Lastly, let’s talk about topical corticosteroid (TCS) withdrawal (also known as topical steroid withdrawal or TSW). The health community is still hotly torn on this issue. On the one hand, in 2015 it was stated that the TCS withdrawal is a potential adverse effect of prolonged use of topical steroids, though it was said to be a rare occurrence with not a lot of evidence backing it, and that it was probably caused by topical steroids being used incorrectly. To be honest though, it seems it would be difficult not to have misused topical steroids in the past as the research behind how much to use and how often has changed over the years.
On the other side, there are organizations like the International Topical Steroid Addiction Network (ITSAN) or individuals like Dr. Rapaport that argue that the Red Skin Syndrome (RSS) is directly because of the topical steroid use/overuse/abuse in societies.
An interesting blog post I came across talked about how much cortisol a healthy body can normally produce, and how the commonly prescribed topical corticosteroids measure up. His analysis was that the potency of prescription steroids are often so much higher than what our bodies could naturally produce, which might explain why it seems so much more common to hear about people’s skins getting addicted.
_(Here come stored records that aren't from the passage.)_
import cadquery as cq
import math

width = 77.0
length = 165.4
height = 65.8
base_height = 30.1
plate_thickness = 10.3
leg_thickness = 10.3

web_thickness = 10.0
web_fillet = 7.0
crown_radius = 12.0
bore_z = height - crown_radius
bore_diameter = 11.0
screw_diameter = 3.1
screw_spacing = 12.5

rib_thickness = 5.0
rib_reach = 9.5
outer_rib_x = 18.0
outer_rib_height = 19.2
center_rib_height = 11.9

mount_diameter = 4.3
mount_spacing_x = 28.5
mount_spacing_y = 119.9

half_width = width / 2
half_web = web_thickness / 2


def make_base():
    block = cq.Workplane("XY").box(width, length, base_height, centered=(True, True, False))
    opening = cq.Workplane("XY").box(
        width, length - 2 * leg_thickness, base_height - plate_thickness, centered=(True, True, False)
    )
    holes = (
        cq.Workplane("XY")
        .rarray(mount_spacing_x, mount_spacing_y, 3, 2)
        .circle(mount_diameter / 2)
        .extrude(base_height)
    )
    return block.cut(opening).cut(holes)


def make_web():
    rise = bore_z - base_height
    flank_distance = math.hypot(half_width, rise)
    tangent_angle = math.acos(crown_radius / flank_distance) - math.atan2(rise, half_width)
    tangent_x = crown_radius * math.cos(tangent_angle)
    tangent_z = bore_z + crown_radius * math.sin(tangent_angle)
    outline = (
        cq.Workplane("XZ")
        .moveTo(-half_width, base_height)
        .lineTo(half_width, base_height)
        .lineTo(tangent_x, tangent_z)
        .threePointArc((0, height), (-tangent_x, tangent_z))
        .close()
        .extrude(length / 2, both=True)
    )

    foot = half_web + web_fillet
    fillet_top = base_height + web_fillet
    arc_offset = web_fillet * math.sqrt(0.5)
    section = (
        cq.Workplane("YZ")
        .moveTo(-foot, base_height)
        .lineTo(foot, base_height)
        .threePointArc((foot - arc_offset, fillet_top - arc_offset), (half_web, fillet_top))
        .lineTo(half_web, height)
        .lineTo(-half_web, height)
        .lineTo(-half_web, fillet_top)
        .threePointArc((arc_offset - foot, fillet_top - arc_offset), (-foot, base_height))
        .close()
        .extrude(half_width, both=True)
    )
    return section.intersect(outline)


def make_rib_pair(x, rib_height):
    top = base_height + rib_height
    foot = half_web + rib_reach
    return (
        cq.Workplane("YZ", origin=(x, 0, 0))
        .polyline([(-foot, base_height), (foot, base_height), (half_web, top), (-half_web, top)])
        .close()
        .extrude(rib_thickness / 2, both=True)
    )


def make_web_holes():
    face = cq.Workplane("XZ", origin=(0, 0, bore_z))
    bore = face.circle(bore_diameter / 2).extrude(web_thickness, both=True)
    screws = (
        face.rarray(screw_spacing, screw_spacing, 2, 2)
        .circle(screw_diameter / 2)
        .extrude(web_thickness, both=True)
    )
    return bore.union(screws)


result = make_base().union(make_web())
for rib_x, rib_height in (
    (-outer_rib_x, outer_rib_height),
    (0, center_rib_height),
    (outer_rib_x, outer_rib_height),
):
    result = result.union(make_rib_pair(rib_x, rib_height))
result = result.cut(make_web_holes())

He was testing out how using very low potencies and/or low doses to mirror how much cortisol our bodies could normally produce, and see if that helped him maintain his skin throughout the winter.
Also food for thought, we know that studies are incredibly expensive to fund, and so to get a lot of evidence backing up TCS withdrawal or RSS, there would need to be big companies supporting the research. However, if these studies could then have results that jeopardize major supporters (like a pharmaceutical company), it becomes less likely any such companies will want to fund said studies. I’d bet it will be a while before we get a lot of evidence around more specifics of TCS withdrawal/RSS.
Carr WW. Topical Calcineurin Inhibitors for Atopic Dermatitis: Review and Treatment Recommendations. Pediatr Drugs. 2013 Aug;15(4):303-310.
Hajar T, Leshem YA, Hanifin JM, Nedorost ST, Lio PA, Paller AS, Block J, Simpson EL. A systematic review of topical corticosteroid withdrawal (“steroid addiction”) in patients with atopic dermatitis and other dermatoses. JAAD. 2015 Mar;72(3):543-549.e2.
Paller AS, Tom WL, Lebwohl MG, Blumenthal RL, Boguniewicz M, Call RS, Eichenfield LF, Forsha DW, Rees WC, Simpson EL, Spellman MC, Stein Gold LF, Zaenglein AL, Hughes MH, Zane LT, Hebert AA. Efficacy and safety of crisaborole ointment, a novel, nonsteroidal phosphodiesterase 4 (PDE4) inhibitor for the topical treatment of atopic dermatitis (AD) in children and adults. J Am Acad Dermatol. 2016 Sep;75(3):494-503.e6.